Hizb-ut Tahrir Türkiye Medya Bürosu Üyesi Sayın Muhammed Emin Yıldırım gündeme ilişkin açıklamalarda bulundu. - ŞEYH SAİD VE ARKADAŞLARININ ŞEHADETLERİNİN 96. YILDÖNÜMÜ - KANAL İSTANBUL NE İÇİN YAPILIYOR?

                                                Haftalık Değerlendirme Toplantısı


ŞEYH SAİD VE ARKADAŞLARININ ŞEHADETLERİNİN 96. YILDÖNÜMÜ
Kıymetli Müslümanlar; bazı değerler insan için her şeyden daha önemlidir. Eşten, evlattan, işten ve yaşamaktan bile… İnsan bu değerleri korumak adına hiç düşünmeden her şeyini feda eder. Çünkü bilir ki, o değer olmadan yaşamın bir anlamı olmayacak. Çünkü bilir ki, o değeri kaybederse ahiretini de kaybedecek. İşte bu bilinçle hareket eden Şeyh Said ve arkadaşları tam 96 yıl önce bugün 29 Haziran 1925 de Diyarbakır Dağ Kapı meydanında asılarak idam edildiler. Onlar Yusuf Aleyhisselam gibi “Muhakkak ki zindan, onların benden istediği şeyden daha hayırlıdır.” Demişlerdi. Şeyh Said ve arkadaşları kısa bir süre zindanda tutuldular ve hızlı bir şekilde yargılanarak şehadete uğurlandılar. Allah onlardan razı olsun ve şehadetlerini kabul buyursun… Amin.

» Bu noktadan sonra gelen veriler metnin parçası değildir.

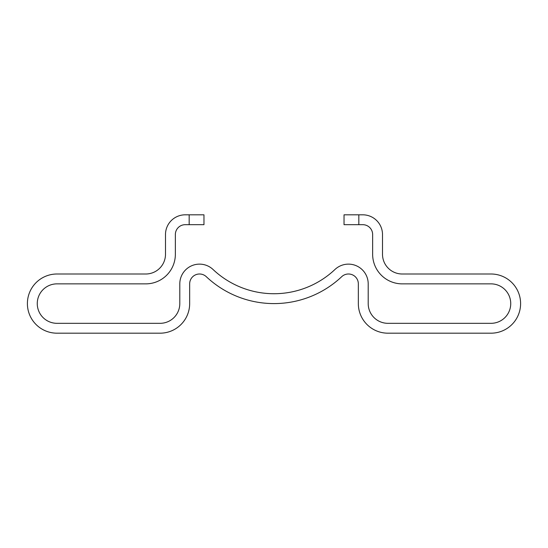 <?xml version="1.0" encoding="UTF-8"?>
<svg xmlns="http://www.w3.org/2000/svg" width="548" height="548" viewBox="0 0 548 548"><rect width="100%" height="100%" fill="white"/><g stroke="black" fill="none" stroke-linecap="round" stroke-linejoin="round"><path stroke-width="0.82" d="M27.4 303.592A29.592 29.592 0 0 0 56.992 333.184L160.071 333.184A29.592 29.592 0 0 0 189.663 303.592L189.663 283.864A9.864 9.864 0 0 1 206.301 276.692A98.64 98.64 0 0 0 341.699 276.692A9.864 9.864 0 0 1 358.337 283.864L358.337 303.592A29.592 29.592 0 0 0 387.929 333.184L491.008 333.184A29.592 29.592 0 0 0 520.6 303.592A29.592 29.592 0 0 0 491.008 274L402.232 274A19.728 19.728 0 0 1 382.504 254.272L382.504 234.544A19.728 19.728 0 0 0 362.776 214.816L358.83 214.816L358.83 224.68L362.776 224.68A9.864 9.864 0 0 1 372.64 234.544L372.64 254.272A29.592 29.592 0 0 0 402.232 283.864L491.008 283.864A19.728 19.728 0 0 1 510.736 303.592A19.728 19.728 0 0 1 491.008 323.32L387.929 323.32A19.728 19.728 0 0 1 368.201 303.592L368.201 283.864A19.728 19.728 0 0 0 334.931 269.513A88.776 88.776 0 0 1 213.069 269.513A19.728 19.728 0 0 0 179.799 283.864L179.799 303.592A19.728 19.728 0 0 1 160.071 323.32L56.992 323.32A19.728 19.728 0 0 1 37.264 303.592A19.728 19.728 0 0 1 56.992 283.864L145.768 283.864A29.592 29.592 0 0 0 175.36 254.272L175.36 234.544A9.864 9.864 0 0 1 185.224 224.68L189.17 224.68L189.17 214.816L185.224 214.816A19.728 19.728 0 0 0 165.496 234.544L165.496 254.272A19.728 19.728 0 0 1 145.768 274L56.992 274A29.592 29.592 0 0 0 27.4 303.592M358.83 224.68L344.034 224.68L344.034 214.816L358.83 214.816M189.17 214.816L203.966 214.816L203.966 224.68L189.17 224.68"/></g></svg>

Şeyh Said ve arkadaşları, şeriatın yok sayıldığını ve Hilafetin kaldırılıp yerine laikliğin ve demokrasinin getirildiğini duyduklarında şeri hüküm gereğince hiç beklemeden kıyam ettiler. Zira İslam hayatta olmayacaksa, din birilerinin dediği gibi lağvedilmişse ve 14 asırlık Hilafet Devleti ilga edilmişse buna sessiz kalmak ölümden daha beterdi. Yapılması gereken belliydi ve Şeyh ile arkadaşları belki de şehit edileceklerini bildikleri halde tereddüt etmediler ve kıyamdan vazgeçmediler. Evet, her insan gibi onlarda ecelleri geldiği için öldüler. Şeyhi yalnız bırakıp üzerlerine vacip olanı terk edenler ise biraz daha yaşadılar. Ama şimdi onlardan hiçbirisi hatırlanmıyor. Adları unutuldu… Ancak Şeyh Said öyle bir kıyam ateşi yaktı ki bu ateş aradan geçen 96 yıla rağmen halen devam ediyor. Hem de ihanetlere, kandırmacalara ve manipülasyonlara rağmen… Sırf Şeyh Said’in başlattığı bu kıyamdan ötürü Müslüman Kürt halkı Kemalist rejim tarafından yıllarca düşman göründü. 


Çanakkale’yi, Yemen’i, Sarıkamış’ı unutan ve her bir Müslümanı düşman kabul eden Kemalist rejimin Şeyh Said öfkesi dinmek bilmedi. Öfkeyle hareket edince de hata üstüne hata, zulüm üstüne zulüm etti bu laik rejim… İşte bu hataları fırsat gören sömürgeciler, Şeyh Said gibi İslam için Hilafet için kıyama kalkan Müslümanların topraklarından komünist ve ateist mirasçılar devşirdiler. Böylece 40 yıldır süregelen bir terör sorunu ve bir türlü çözülemeyen bir Kürt meselemiz oldu. Bugün milyonlarca Müslüman şehadetinin sene-i devriyesinde halen daha Şeyh Said ve arkadaşlarını hayırla yad ederken, Müslümanların arasına fitne sokan, İslam’ın emirleri yerine Batılı devletlerin nizamlarını tesis eden hainler lanetle anılıyor. Hz Ömer’in dediği gibi, “Sizin ölüleriniz cehennemde bizim ölülerimiz ise cennettedir. İşte uğrunda hayatlarımızı feda ettiğimiz fark budur!” 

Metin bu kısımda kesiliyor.